Figure 5.. CXCL12 expression within coronaries is most detectable in atheroma and is predicted to interact with CXCR4 and ACKR3

a, Regions of interest in coronary arteries were selected based on CD68 expression for spatial analysis using the GeoMX platform, as shown by the representative image. b, The Sankey plot shows the ROI distribution across different coronaries sections from four PLWH and four PWoH. The width of the lines is proportional to the representation of the different regions. c, Nanostring GeoMX whole transcriptomic sequences were obtained from selected regions of interest. PCA and tSNE plots show regions of interest that co-cluster together based on similarities in gene transcripts. d, The volcano plots show differential gene expression by HIV status in all regions and atheroma, e, adventitia, and perivascular adipose tissue. f, Two representative images showing the fields of view of regions selected in the coronary arteries from PLWH and PWoH. g, Heatmap showing the spatial colocalization of genes in coronary arteries, stratified by HIV status (Pos: HIV-positive, Neg: HIV-negative) and atheroma stages (Early vs. Late). The color scale indicates the significance of colocalization (blue: low significance, red: high significance). h, Heatmap showing colocalized expression of CXCL12 and its receptors CXCR4 and ACKR3 across HIV groups and atheroma stages. i, The violin plots show the gene counts of CXCL12, CXCR4, and ACKR3 in each cluster on the x-axis by color code. The heatmap right below shows the predicted CellChat ligand-receptor interactions. j, Representative CosMx fov’s (8 and 49) from coronary arteries of PLWH and PWoH with all cells’ x and y locations. Individual transcripts (CXCL12 - red, ACKR3-green, and CXCR4-blue) are shown on the fov images depicted as molecules. The figure legends are color-coded to depict the different cell types and molecules.
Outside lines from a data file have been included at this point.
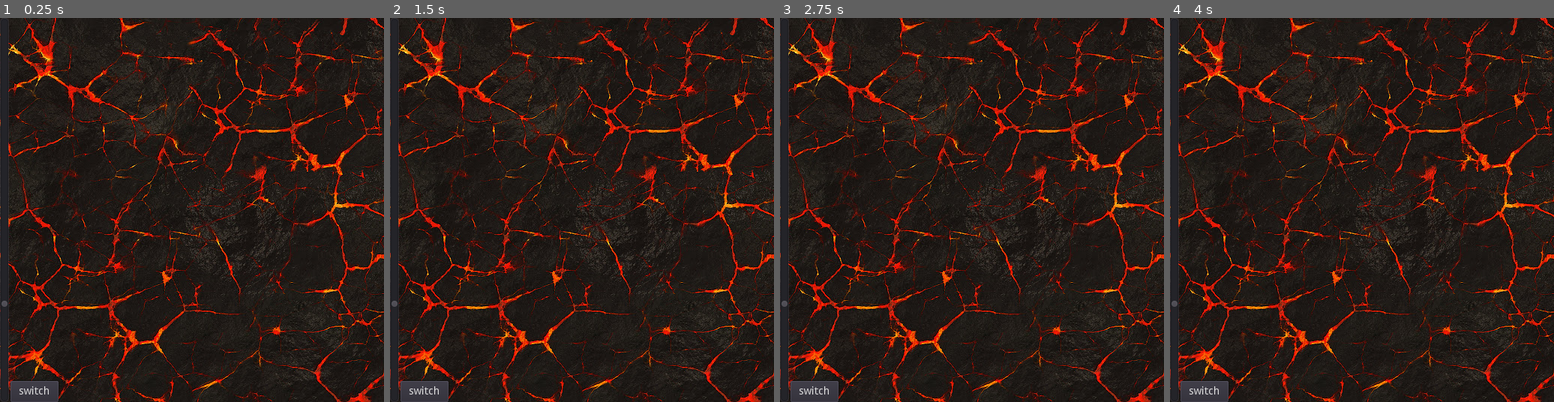
Above: before the commit, frames 1-4 (left to right).
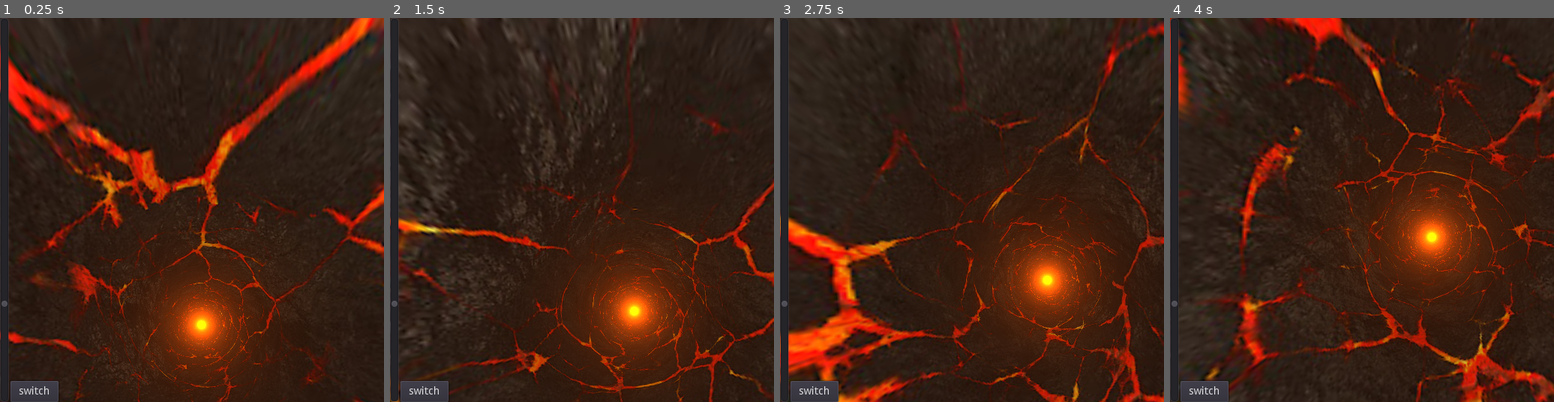
Above: after the commit, the same moments.

Repository: mKubarsky/Tunnel-effect-shader
Game: Godot game, scene res://Root.tscn
Two runs of this game, one before a commit and one after it. Both use one fixed random seed, a clock stepped at 60 frames per second and the inputs below.
Inputs:
- Up to frame 1 (0.25 s): no input
- Up to frame 2 (1.5 s): no input
- Up to frame 3 (2.75 s): no input
- Up to frame 4 (4 s): no input

The runs differ from the first frame. In frame 1, 46% of the frame differs, in the area x 0-100%, y 0-100%; in frame 2, 43%; in frame 3, 44%; in frame 4, 48%.

Commit message:
fix  error:  Invalid (float) numeric constant

Diff:
--- a/Root.tscn
+++ b/Root.tscn
@@ -33,9 +33,6 @@
 texture = ExtResource( 1 )
 stretch_mode = 2
 script = ExtResource( 2 )
-__meta__ = {
-"_edit_use_anchors_": false
-}
 
 [node name="SquareTunnel" type="TextureRect" parent="Camera2D/CanvasLayer"]
 visible = false
--- a/roundTunnel.gdshader
+++ b/roundTunnel.gdshader
@@ -1,7 +1,7 @@
 shader_type canvas_item;
 uniform sampler2D tonnel_texture;
-uniform vec2 direction = vec2(-8f,2f);
-uniform float speed_fly = 1f;
+uniform vec2 direction = vec2(-8.f,2.f);
+uniform float speed_fly = 1.f;
 
 const float PI = 3.14159265358979323846;
 
@@ -12,13 +12,13 @@
 	vec4 tex = texture(text, screen_uv);
 
 	vec2 uv =  vec2(0.5, 0.5) - vec2(screen_uv.x, 1.0-screen_uv.y);//(screen_uv * 2f - 1f);  // move origin of UV coordinates to center of screen
-	uv += vec2(0.2*sin(TIME/2f), 0.3*cos(TIME/3f)); // move center of screen
-	vec3 col = vec3(0f);
+	uv += vec2(0.2*sin(TIME/2.f), 0.3*cos(TIME/3.f)); // move center of screen
+	vec3 col = vec3(0.f);
 	float phi = atan(uv.y,uv.x);  // get phi angle
 	float rho = length(uv);  // get rho
-	vec2 st = vec2(phi / (PI*2f) + 0.5,0.05/rho); // get pixel in polar coordinate system
+	vec2 st = vec2(phi / (PI*2.f) + 0.5,0.05/rho); // get pixel in polar coordinate system
 
-	if (direction.x != 0f) {
+	if (direction.x != 0.f) {
 		st.x += cos(TIME) / direction.x ;
 	}
 
@@ -29,9 +29,9 @@
 	//st *= speed;
 	col += texture(text,st).rgb;
 	col *= rho + 0.4; // center
-	col += 0.1/rho*vec3(0.3,0.1,0f); // center light
+	col += 0.1/rho*vec3(0.3,0.1,0.f); // center light
 
-	return vec4(col,1f);
+	return vec4(col,1.f);
 }
 
 void fragment(){
--- a/squareTunnel.gdshader
+++ b/squareTunnel.gdshader
@@ -1,6 +1,6 @@
 shader_type canvas_item;
 uniform sampler2D tonnel_texture;
-uniform vec2 direction = vec2(-8f,2f);
+uniform vec2 direction = vec2(-8.f,2.f);
 uniform float speed_fly = 0.1;
 
 const float PI = 3.14159265358979323846;
@@ -11,12 +11,12 @@
 vec4 tunnel_render(sampler2D text, vec2 screen_uv) {
 	vec4 tex = texture(text, screen_uv);
 
-	vec2 uv = (screen_uv * 2f - 1f);  // move origin of UV coordinates to center of screen
-	uv += vec2(0.2*sin(TIME/2f), 0.3*cos(TIME/3f)); // move center of screen
-	vec3 col = vec3(0f);
+	vec2 uv = (screen_uv * 2.f - 1.f);  // move origin of UV coordinates to center of screen
+	uv += vec2(0.2*sin(TIME/2.f), 0.3*cos(TIME/3.f)); // move center of screen
+	vec3 col = vec3(0.f);
 	float phi = atan(uv.y,uv.x);  // get phi angle
-	float rho = pow(pow(uv.x * uv.x,4f) + pow(uv.y * uv.y ,4f), 0.125);//length(uv);  // get rho
-	vec2 st = vec2(phi / (PI*2f) + 0.5,0.05/rho); // get pixel in polar coordinate system
+	float rho = pow(pow(uv.x * uv.x,4.f) + pow(uv.y * uv.y ,4.f), 0.125);//length(uv);  // get rho
+	vec2 st = vec2(phi / (PI*2.f) + 0.5,0.05/rho); // get pixel in polar coordinate system
 
 //	if (direction.x != 0f) {
 //		st.x += cos(TIME) / direction.x ;
@@ -29,9 +29,9 @@
 	//st *= speed;
 	col += texture(text,st).rgb;
 	col *= rho + 0.4; // center
-	col += 0.1/rho*vec3(0.3,0.1,0f); // center light
+	col += 0.1/rho*vec3(0.3,0.1,0.f); // center light
 
-	return vec4(col,1f);
+	return vec4(col,1.f);
 }
 
 void fragment(){

Figure 6.. Reduced retinoic acid and increased triglycerides in the Aorta of PLWH compared to PWoH.

a, Bar plots show select metabolites compared by HIV status (* p < 0.05, and # p < 0.1 with n=4 PWoH as controls and n=3 PLWH). b, UMAP shows the expression of the NR1H3 gene by HIV status in CD163⁺ cells. c, Correlation plots show the relationship between NR1H3, ABCA1, and ABCG1 in CD163⁺ cells in the aorta of PWoH and PLWH. d. The box plot shows the log2-fold change in lipid class enrichment in the aorta of PLWH, with PWoH as the reference. e, Heat maps show enriched lipid classes based on HIV status. f, The bar plot shows PBMCs infected with pseudo-HIV expressing VSV glycoprotein and Renilla luciferase and incubated with antiviral therapy (Raltegravir, Ral), 20μg/ml VLDL, and 20μg/ml HDL. The picture shows the viability of PBMCs infected with HIV and incubated with lipids (VLDL or HDL). g, The bar plot shows THP1 monocytes infected with pseudo-HIV expressing VSV glycoprotein and Renilla luciferase and incubated with antiviral therapy (Raltegravir, Ral), 20μg/ml LDL, 20μg/ml VLDL, and 20μg/ml HDL. The picture shows the viability of the cells. Statistical analysis in c, Spearman rank correlation analysis, f,g. Ordinary one-way ANOVA with Tukeys multiple comparison.